There are many safeguards in place which must be surmounted before one gets sentenced to death, many more than a child has when hit by a bad driver. Indictment, jury trial, evidence... none of those are small potatoes. 

So, given how much more protected a death row inmate is than the victim of a bad driver, I have to ask... Should society be allowed to decide that something is in its best interests, even if innocent people might die?

----

BTW, I've avoided this thread because every time I read the subject line, I read it as, "White Supremacist Executed for Prolonged Torture/Murder of Person He Didn't Even Know." 

That's the perspecitve with which I read the posts....


----------



## rythmic_pulses (Sep 26, 2011)

The needle was too good for that guy, Race crime is disgusting and you only ever seem to encounter it in the Southern parts of America, but good riddance to him, I hope this will be a lesson to other scum like him.
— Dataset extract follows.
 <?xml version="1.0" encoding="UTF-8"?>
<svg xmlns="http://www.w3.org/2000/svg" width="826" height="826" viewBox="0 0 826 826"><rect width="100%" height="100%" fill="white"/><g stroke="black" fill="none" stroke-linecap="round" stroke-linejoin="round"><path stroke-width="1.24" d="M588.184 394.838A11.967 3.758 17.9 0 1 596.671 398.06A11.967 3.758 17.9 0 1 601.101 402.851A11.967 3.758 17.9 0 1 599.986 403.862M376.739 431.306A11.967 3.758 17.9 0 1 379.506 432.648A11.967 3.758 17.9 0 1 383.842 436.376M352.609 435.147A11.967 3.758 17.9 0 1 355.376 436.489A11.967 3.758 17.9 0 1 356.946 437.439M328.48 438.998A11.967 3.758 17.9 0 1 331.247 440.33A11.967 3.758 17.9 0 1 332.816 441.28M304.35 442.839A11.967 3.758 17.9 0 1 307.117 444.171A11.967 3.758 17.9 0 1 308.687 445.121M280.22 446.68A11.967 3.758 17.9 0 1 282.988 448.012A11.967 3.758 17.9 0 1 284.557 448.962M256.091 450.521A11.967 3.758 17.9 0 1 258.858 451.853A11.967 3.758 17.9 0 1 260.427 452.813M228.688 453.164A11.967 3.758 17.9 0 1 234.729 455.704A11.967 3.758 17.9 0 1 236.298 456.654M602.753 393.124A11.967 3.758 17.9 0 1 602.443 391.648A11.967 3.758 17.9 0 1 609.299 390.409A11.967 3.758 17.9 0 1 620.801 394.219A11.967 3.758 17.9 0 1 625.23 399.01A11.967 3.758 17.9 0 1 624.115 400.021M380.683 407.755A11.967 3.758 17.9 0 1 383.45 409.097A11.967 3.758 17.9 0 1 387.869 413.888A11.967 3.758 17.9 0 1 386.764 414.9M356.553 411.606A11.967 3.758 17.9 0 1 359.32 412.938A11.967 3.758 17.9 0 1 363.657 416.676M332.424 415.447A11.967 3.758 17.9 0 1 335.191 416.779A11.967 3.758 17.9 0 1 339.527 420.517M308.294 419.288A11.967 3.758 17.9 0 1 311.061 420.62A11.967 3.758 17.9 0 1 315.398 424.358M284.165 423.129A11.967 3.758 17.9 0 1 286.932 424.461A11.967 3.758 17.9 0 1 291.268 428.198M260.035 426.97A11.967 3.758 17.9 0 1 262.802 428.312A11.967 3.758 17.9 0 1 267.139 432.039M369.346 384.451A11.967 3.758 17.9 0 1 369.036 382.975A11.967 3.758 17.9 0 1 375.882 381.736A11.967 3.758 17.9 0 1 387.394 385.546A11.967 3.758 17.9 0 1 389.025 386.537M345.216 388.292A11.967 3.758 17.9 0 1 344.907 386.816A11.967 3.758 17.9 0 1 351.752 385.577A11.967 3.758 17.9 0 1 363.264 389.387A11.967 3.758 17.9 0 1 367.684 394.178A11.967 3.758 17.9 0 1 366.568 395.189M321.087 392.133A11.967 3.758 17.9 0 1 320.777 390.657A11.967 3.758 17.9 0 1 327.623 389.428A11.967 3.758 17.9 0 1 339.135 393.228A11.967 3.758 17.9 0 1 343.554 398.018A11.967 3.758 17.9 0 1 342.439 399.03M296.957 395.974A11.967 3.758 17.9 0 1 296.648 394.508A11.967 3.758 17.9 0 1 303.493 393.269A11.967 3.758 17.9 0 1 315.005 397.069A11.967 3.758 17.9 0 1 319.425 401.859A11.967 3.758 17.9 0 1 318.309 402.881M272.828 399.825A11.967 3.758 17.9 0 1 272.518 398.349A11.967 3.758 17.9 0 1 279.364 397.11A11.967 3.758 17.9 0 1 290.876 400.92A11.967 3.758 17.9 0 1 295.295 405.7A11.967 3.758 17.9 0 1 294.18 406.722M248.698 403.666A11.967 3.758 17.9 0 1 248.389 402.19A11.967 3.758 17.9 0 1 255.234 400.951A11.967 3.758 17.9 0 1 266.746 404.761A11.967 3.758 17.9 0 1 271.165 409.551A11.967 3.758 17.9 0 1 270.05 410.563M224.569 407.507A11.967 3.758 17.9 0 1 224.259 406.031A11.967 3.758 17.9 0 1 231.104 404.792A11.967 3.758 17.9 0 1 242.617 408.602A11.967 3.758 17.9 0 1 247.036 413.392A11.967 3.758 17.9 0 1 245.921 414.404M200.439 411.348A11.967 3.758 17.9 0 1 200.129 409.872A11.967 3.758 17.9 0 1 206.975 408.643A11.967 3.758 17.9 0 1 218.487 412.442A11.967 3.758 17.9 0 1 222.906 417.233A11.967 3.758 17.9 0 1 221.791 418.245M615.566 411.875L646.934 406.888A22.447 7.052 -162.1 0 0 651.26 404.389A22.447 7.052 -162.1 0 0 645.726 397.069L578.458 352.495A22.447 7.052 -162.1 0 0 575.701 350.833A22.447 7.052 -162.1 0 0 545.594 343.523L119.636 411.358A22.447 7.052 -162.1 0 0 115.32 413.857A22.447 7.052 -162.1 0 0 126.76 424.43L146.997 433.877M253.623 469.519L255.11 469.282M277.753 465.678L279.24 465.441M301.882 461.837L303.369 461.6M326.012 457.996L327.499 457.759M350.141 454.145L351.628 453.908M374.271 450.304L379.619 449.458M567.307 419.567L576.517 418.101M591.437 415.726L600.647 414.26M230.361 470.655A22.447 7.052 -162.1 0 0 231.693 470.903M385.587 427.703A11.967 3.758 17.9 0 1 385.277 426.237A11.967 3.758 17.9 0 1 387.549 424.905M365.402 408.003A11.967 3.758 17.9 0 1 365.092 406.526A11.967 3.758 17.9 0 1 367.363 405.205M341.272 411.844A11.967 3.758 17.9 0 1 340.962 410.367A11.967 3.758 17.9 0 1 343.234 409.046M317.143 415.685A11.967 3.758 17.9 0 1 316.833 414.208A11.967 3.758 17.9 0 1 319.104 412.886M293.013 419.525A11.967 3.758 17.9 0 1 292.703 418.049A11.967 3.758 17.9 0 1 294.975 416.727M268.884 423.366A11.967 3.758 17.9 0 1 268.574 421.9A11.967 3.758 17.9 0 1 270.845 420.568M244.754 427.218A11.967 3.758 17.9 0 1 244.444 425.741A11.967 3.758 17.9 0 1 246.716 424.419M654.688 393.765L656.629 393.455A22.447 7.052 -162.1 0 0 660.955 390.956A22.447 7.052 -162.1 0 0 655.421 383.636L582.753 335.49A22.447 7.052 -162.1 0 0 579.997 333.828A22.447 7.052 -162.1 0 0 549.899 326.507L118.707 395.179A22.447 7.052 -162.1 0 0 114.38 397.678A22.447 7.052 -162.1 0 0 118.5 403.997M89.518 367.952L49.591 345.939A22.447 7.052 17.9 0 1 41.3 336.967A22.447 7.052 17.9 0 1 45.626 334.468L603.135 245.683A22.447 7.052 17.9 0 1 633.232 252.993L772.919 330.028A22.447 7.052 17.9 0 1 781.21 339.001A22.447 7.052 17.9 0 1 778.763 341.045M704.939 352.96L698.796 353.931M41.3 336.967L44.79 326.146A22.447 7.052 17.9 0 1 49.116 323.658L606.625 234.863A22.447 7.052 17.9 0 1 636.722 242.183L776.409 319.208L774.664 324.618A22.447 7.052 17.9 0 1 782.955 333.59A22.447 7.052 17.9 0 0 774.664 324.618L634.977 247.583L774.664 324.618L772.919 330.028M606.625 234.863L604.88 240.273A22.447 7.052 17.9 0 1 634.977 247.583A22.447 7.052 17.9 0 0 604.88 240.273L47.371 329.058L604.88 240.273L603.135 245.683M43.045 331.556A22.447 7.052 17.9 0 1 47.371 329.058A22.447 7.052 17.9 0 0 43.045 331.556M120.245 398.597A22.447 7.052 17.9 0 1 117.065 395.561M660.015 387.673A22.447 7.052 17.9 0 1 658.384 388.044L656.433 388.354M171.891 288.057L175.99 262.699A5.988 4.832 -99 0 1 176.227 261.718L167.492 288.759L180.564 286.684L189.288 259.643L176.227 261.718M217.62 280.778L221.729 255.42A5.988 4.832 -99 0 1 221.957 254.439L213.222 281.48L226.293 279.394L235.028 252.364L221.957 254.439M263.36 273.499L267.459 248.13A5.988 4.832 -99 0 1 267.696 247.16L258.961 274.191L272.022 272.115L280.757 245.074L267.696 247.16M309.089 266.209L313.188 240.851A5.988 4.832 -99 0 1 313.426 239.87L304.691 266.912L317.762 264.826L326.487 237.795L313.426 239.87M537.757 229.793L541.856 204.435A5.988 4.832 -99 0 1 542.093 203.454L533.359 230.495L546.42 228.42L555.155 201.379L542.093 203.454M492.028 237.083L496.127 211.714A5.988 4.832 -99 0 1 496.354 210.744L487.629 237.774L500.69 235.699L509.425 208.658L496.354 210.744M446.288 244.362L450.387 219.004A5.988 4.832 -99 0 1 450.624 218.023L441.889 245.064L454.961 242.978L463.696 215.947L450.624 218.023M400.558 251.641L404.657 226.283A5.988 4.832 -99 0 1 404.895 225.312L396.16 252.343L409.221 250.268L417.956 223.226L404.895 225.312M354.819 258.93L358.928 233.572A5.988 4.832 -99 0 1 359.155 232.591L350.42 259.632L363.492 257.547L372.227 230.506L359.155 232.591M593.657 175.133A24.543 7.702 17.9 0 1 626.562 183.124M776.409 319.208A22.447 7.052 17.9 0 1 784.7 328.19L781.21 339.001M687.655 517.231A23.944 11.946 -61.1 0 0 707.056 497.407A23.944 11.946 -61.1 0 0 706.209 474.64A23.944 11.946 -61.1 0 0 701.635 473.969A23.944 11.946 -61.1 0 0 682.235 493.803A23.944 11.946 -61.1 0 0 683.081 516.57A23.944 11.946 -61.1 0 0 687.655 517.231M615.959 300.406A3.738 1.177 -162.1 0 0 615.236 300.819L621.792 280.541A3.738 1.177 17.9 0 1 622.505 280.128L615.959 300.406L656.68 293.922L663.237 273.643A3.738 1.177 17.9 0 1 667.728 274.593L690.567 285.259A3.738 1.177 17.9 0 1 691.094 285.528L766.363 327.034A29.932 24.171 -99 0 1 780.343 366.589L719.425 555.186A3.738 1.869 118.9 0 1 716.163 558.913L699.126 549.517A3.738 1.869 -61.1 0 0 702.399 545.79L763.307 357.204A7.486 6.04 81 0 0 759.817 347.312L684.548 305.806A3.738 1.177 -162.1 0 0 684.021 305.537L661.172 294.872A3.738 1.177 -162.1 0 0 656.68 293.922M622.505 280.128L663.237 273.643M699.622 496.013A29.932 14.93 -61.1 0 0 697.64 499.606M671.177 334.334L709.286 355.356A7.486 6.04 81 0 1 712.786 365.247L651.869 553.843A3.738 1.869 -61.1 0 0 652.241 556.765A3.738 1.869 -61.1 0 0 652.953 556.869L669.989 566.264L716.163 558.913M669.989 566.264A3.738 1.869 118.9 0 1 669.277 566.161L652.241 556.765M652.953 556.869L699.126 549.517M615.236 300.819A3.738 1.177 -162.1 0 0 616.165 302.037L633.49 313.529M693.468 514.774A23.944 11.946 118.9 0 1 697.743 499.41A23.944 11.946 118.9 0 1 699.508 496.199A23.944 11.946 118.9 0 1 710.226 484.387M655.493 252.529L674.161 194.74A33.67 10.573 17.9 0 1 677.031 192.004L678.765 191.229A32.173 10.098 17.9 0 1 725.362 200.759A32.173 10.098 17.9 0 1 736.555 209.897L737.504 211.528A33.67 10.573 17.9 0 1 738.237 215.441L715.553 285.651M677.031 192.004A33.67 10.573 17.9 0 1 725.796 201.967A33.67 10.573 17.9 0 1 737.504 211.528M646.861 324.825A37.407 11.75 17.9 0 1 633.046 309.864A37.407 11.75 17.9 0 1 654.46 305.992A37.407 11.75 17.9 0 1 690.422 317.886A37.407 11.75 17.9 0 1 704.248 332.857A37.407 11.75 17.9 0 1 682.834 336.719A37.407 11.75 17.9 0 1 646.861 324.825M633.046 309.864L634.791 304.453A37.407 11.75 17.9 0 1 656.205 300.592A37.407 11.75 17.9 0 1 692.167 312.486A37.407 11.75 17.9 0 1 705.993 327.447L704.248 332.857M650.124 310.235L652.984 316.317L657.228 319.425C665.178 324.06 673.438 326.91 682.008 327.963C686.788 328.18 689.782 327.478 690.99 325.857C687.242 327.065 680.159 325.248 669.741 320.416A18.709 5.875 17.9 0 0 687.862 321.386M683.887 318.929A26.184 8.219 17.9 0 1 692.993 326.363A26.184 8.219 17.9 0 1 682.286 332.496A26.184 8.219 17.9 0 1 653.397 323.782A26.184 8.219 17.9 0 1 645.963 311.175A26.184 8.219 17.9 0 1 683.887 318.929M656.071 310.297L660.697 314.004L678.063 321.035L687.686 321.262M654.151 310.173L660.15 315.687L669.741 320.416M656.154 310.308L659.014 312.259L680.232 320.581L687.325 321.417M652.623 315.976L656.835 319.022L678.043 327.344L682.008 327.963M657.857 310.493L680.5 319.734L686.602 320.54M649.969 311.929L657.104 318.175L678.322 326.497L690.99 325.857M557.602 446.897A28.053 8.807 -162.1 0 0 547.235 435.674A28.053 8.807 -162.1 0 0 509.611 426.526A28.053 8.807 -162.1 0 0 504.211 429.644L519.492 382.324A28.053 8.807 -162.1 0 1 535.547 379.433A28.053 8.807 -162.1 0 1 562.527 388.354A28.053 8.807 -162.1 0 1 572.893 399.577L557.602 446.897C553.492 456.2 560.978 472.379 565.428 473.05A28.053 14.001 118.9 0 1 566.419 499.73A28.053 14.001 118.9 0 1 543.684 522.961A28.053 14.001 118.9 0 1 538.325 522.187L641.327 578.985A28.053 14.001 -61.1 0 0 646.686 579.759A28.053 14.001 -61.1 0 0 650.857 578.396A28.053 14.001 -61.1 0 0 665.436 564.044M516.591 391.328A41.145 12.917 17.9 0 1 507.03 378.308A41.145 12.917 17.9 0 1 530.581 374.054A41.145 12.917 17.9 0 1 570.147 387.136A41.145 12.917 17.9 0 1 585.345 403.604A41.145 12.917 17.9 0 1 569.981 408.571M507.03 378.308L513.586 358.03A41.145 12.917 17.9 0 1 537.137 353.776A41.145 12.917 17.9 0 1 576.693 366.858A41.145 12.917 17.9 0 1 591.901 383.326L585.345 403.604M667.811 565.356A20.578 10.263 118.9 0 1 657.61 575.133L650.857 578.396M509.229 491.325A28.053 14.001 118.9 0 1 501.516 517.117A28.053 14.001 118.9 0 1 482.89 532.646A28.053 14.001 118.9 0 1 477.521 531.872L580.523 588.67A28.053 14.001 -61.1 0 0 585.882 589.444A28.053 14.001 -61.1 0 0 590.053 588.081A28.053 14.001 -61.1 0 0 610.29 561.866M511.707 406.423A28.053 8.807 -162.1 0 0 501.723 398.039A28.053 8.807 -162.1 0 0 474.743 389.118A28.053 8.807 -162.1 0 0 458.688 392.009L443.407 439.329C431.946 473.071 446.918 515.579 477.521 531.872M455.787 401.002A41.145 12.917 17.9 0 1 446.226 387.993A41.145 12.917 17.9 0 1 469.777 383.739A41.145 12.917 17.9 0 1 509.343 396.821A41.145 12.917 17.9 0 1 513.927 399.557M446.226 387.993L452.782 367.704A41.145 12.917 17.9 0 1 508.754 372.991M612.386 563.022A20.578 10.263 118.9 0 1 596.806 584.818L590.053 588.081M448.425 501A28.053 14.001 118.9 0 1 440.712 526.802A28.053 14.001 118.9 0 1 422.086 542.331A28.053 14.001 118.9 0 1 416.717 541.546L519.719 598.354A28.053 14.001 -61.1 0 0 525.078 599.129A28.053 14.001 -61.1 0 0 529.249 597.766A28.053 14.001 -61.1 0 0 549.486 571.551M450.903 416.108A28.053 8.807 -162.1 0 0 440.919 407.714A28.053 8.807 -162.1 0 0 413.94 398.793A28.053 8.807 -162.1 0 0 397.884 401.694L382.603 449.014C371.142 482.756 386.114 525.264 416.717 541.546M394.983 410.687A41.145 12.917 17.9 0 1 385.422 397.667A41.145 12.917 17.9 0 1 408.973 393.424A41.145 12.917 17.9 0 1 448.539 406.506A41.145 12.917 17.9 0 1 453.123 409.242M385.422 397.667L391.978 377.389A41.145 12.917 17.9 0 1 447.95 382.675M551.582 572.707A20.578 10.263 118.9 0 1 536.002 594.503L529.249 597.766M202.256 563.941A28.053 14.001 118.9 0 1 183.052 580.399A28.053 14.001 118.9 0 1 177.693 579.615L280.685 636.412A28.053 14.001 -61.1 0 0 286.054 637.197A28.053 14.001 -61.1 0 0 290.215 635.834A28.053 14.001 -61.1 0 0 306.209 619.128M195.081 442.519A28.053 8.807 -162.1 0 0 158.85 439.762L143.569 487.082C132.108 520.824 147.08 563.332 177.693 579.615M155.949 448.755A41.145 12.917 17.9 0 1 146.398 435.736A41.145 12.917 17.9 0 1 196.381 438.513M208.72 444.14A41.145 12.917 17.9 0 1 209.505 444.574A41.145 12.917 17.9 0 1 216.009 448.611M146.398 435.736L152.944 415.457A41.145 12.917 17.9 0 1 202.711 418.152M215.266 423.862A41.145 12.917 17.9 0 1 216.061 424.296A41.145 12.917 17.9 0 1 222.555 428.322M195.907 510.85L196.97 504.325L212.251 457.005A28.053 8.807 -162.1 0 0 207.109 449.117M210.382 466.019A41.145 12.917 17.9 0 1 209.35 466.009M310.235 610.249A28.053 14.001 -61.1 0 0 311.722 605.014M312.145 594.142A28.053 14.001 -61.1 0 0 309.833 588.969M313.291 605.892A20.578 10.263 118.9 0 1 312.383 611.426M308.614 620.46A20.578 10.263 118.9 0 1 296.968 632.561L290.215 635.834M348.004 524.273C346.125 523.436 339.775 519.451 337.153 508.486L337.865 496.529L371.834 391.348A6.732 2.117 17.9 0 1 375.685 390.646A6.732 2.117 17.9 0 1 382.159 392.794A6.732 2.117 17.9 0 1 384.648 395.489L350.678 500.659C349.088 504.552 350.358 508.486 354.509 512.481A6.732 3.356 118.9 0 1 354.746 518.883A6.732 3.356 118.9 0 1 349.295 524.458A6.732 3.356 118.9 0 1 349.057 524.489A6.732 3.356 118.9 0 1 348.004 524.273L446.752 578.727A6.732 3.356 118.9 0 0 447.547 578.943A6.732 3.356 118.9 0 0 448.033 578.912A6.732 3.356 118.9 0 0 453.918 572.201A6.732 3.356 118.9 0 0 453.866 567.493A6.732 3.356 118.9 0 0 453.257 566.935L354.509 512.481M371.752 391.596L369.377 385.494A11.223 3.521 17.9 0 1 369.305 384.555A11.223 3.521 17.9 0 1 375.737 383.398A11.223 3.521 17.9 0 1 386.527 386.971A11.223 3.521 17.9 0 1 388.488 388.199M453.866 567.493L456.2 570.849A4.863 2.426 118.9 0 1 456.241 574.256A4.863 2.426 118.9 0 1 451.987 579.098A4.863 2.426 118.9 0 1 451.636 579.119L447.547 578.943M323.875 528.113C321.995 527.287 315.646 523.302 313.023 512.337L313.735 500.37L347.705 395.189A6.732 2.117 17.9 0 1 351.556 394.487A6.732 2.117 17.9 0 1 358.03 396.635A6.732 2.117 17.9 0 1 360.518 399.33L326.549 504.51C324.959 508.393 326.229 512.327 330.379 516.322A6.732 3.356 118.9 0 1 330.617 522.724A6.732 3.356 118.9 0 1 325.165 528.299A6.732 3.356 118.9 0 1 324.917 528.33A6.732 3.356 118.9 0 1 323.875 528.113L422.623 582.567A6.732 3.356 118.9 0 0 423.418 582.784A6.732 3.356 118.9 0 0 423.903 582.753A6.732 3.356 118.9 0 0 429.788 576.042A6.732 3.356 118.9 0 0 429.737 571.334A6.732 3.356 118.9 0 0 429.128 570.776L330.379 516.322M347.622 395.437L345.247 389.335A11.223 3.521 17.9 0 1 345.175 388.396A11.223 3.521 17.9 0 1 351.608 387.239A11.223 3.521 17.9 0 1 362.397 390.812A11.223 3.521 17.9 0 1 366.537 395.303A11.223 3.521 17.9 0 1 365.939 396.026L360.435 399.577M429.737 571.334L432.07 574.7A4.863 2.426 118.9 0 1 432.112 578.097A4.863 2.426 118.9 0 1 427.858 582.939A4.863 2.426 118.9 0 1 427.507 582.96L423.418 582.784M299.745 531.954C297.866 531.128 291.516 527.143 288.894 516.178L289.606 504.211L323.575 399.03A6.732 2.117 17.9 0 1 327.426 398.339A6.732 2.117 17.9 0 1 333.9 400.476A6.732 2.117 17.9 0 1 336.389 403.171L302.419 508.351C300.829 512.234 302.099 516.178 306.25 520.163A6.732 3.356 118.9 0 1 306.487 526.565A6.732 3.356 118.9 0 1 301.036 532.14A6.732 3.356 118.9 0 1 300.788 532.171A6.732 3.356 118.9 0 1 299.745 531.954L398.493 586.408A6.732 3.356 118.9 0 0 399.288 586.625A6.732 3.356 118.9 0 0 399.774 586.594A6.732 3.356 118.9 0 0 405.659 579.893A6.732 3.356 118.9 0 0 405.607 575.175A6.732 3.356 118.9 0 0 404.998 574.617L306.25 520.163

But still I can't help but think that they should get rid of the death penalty also, most of the victims families still say that the Death Penalty isn't good enough, there really isn't any justice when someone murders a member of your family and the perpetrator is either sentenced to life without parole or the death penalty so what is justice?


----------



## chronocide (Sep 26, 2011)

Explorer said:


> There's an interesting question raised when one considers just what society in general considers a fair price paid for certain things.
> 
> We could have many less innocent deaths in the US by eliminating private vehicle ownership. However, society views those deaths as a necessary adjunct to ensure people can travel as they wish.
> 
> ...



Fatal car accidents are not comparable to premeditated killings.

Since the possibility of simply imprisoning people until they die exists, risking the execution of one single innocent person is utterly unacceptable.


----------



## Explorer (Sep 26, 2011)

chronocide said:


> Fatal car accidents are not comparable to premeditated killings.
> 
> Since the possibility of simply imprisoning people until they die exists, risking the execution of one single innocent person is utterly unacceptable.



Actually, they do plan on fatal car accidents. They just don't know upon whom that fatal death will descend. 

And in that way, risking the death of thousands of innocent people is utterly acceptable when considering automobile operation.

I know that you don't want one to be able to draw the parallel, but the point is, US society already has many examples where a few deaths are accepted as the price for making things work. 

Blacklung and accidental death for mine workers, versus cheap coal, is another example. 

Here's an article dealing with the same idea:

EPA knocks $900,000 off value of a life - US news - Environment - msnbc.com

You might not like it, but not liking a fact doesn't make it untrue.


----------



## daemon barbeque (Sep 26, 2011)

Explorer said:


> Actually, they do plan on fatal car accidents. They just don't know upon whom that fatal death will descend.
> 
> And in that way, risking the death of thousands of innocent people is utterly acceptable when considering automobile operation.
> 
> ...



The faulty automobile designs and driving regulations should have not an impact on if a violent murderer should be killed or not. Both can be revised and lifes could be saved. Same goes for the coal-mine or gold-mine workers, bakers, Industrial workers who inhale epoxy the whole day etc. Most of it is a question of profit, and not a price for the human freedom or the quality of life.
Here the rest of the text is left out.